VI: Another challenging problem that preceded the coronavirus pandemic is disinformation, deep fakes, and cyber attacks that often invade personal space.  Does the ACLU get involved in monitoring this?

Jon Callas: We leave that mostly to others. We're primarily a law and advocacy office. I'm one of two technologists.

We do look at where we can make a difference and what expertise we have that somebody else doesn't have. We talk with other groups to look at what their expertise is and what others are. We're not set up to deal with disinformation.

VI: Thanks for an interesting discussion. We like to end on a positive note. Looking forward, let's say six months, maybe in a year from now, what do you think the impact of the COVID-19 pandemic will be on citizen privacy? What should we be aware of in terms of government overreach as a consequence of emergency powers?
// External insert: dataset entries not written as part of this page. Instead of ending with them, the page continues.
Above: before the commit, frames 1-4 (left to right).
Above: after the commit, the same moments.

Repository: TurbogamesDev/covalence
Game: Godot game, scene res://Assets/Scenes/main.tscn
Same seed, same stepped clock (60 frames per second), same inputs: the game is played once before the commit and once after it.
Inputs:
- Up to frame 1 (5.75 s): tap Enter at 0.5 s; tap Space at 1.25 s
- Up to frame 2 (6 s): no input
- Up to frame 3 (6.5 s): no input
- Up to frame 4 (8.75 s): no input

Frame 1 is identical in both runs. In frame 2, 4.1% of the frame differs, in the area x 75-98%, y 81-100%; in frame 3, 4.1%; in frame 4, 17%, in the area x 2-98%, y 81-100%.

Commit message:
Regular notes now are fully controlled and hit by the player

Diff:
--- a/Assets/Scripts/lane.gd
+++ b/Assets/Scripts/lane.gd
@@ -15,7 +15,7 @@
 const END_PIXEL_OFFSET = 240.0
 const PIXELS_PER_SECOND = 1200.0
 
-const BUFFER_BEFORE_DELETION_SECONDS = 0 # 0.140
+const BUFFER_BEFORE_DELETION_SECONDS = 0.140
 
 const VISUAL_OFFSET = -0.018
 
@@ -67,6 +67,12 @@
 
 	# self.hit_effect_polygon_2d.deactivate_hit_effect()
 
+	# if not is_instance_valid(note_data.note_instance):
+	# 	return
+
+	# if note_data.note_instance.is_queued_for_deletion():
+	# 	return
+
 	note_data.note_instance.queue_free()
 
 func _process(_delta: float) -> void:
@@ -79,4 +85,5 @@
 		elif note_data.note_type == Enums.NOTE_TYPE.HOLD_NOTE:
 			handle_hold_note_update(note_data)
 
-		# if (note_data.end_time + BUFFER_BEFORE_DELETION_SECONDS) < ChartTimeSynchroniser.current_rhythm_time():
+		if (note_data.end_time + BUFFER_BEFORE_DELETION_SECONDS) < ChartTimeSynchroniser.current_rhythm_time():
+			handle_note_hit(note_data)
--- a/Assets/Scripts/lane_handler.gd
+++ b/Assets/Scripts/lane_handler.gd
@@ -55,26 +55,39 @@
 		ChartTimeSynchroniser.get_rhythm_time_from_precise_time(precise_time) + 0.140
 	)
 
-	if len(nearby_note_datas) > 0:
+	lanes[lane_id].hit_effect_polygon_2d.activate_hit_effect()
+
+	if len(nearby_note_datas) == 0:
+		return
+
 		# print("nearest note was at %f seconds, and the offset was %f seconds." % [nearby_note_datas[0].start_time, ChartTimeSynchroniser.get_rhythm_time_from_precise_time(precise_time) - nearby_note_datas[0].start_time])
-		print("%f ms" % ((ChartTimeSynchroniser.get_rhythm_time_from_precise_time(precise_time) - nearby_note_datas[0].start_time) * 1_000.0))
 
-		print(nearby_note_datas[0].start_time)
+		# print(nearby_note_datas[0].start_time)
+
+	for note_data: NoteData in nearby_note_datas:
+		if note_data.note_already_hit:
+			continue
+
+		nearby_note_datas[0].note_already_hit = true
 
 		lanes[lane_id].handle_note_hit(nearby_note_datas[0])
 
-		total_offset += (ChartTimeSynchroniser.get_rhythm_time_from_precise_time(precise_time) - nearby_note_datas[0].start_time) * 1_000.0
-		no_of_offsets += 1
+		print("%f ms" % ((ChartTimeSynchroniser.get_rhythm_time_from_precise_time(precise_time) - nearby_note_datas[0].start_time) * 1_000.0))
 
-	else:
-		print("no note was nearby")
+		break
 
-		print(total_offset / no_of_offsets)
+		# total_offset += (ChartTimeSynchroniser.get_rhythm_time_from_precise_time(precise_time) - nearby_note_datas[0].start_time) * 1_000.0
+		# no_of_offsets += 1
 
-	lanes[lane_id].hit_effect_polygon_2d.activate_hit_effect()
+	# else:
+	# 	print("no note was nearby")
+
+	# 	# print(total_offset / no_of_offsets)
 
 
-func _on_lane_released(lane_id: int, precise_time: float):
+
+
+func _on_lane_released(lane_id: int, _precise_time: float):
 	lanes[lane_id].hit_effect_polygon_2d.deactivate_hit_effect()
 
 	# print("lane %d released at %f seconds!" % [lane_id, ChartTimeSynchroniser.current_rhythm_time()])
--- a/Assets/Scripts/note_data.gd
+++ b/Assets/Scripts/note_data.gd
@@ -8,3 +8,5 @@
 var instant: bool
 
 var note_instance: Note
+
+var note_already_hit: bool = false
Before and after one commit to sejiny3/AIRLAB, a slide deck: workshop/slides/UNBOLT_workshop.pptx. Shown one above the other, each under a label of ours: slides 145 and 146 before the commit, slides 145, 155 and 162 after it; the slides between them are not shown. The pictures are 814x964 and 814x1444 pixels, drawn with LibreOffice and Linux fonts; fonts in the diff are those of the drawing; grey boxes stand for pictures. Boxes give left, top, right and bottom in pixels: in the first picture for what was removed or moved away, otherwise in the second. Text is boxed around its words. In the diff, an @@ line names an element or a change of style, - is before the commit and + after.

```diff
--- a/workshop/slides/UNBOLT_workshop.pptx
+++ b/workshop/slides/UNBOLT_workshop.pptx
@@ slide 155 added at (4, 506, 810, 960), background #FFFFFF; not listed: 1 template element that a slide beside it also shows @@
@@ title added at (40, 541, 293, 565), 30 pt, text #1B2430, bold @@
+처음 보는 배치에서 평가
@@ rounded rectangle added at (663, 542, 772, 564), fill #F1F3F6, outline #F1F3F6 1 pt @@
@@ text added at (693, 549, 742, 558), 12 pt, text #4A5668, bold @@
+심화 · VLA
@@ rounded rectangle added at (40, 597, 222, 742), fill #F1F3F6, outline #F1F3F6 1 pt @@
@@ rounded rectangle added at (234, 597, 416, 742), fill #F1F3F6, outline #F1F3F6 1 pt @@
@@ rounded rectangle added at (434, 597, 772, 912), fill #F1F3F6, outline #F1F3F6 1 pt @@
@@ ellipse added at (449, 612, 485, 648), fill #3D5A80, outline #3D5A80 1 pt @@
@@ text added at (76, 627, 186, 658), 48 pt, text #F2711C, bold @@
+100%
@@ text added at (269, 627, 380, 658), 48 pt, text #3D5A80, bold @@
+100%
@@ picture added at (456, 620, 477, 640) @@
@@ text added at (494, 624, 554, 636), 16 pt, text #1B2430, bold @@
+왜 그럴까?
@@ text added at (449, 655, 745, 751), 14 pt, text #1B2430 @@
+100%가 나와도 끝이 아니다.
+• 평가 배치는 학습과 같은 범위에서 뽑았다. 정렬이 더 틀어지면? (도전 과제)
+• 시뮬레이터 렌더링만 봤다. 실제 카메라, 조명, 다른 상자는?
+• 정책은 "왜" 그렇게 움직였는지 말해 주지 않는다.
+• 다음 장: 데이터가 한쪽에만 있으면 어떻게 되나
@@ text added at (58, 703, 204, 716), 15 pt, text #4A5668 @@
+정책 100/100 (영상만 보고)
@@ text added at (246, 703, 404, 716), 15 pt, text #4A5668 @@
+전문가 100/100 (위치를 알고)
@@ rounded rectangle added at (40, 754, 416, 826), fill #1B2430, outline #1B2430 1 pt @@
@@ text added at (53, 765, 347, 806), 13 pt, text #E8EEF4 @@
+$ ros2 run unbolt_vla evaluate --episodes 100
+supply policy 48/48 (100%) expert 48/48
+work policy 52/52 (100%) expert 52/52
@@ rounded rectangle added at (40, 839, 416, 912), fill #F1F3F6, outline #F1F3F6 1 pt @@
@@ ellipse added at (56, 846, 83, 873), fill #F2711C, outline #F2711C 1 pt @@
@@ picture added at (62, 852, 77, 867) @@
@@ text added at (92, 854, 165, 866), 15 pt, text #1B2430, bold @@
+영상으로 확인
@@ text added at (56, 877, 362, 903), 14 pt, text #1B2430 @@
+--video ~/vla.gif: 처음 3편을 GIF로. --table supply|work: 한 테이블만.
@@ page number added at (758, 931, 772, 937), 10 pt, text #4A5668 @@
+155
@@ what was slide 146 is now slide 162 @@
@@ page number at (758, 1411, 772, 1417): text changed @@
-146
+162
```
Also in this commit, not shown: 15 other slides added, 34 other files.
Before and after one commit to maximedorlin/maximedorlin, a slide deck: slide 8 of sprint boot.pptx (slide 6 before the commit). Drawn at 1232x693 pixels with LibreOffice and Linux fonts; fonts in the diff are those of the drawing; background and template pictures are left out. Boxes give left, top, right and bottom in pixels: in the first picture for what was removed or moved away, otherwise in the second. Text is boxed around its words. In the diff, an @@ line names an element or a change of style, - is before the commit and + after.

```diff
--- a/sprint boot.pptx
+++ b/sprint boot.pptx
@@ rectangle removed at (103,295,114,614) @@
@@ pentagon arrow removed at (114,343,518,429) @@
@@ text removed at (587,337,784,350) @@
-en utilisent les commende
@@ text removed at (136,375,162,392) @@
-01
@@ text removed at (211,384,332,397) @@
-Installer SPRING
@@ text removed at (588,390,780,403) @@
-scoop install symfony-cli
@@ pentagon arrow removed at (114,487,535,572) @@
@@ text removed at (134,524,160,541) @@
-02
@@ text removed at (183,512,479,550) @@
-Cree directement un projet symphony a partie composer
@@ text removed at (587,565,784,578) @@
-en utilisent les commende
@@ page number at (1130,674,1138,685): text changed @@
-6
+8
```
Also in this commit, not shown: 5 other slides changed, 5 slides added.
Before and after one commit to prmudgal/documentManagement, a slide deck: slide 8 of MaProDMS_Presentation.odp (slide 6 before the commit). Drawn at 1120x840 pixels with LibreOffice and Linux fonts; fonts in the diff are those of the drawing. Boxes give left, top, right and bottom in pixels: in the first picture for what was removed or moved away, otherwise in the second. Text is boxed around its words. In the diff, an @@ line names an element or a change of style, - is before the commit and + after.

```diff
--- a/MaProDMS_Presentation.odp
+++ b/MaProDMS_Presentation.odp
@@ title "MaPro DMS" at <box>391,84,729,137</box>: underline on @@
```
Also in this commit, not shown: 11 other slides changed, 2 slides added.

Jon Callas: I believe that we are coming to a societal consensus that this COVID pandemic should not be an excuse for the advancement of the surveillance state. I have been in a number of fora and the question is - how do we shut this off? We understand there's an emergency going on but... And that “but” is something that pretty much everybody agrees with. The disagreement is that there are lots of people who unrealistically think that this is going away faster than it is.

The place that we don't want to be in, with this tension between people's lives and their liberties, is with liberties being lost after lives are saved.

 
J. Callas pic.jpg

Jon Callas is a cryptographer, software engineer, UX designer, and entrepreneur. Before joining the ACLU as senior technology fellow, he was at Apple, where he helped design the encryption system to protect data stored on a Mac. Jon also worked on security, UX, and crypto for Kroll-O’Gara, Counterpane, and Entrust. He has launched or worked on the launches of many tools designed to encrypt and secure personal data, including PGP, Silent Circle, Blackphone, DKIM, ZRTP, Skein, and Threefish. Jon is also a tireless advocate within the tech companies he has worked for, in Internet standards bodies, in the press, in public speaking, and in government advocacy for secure and confidential communications.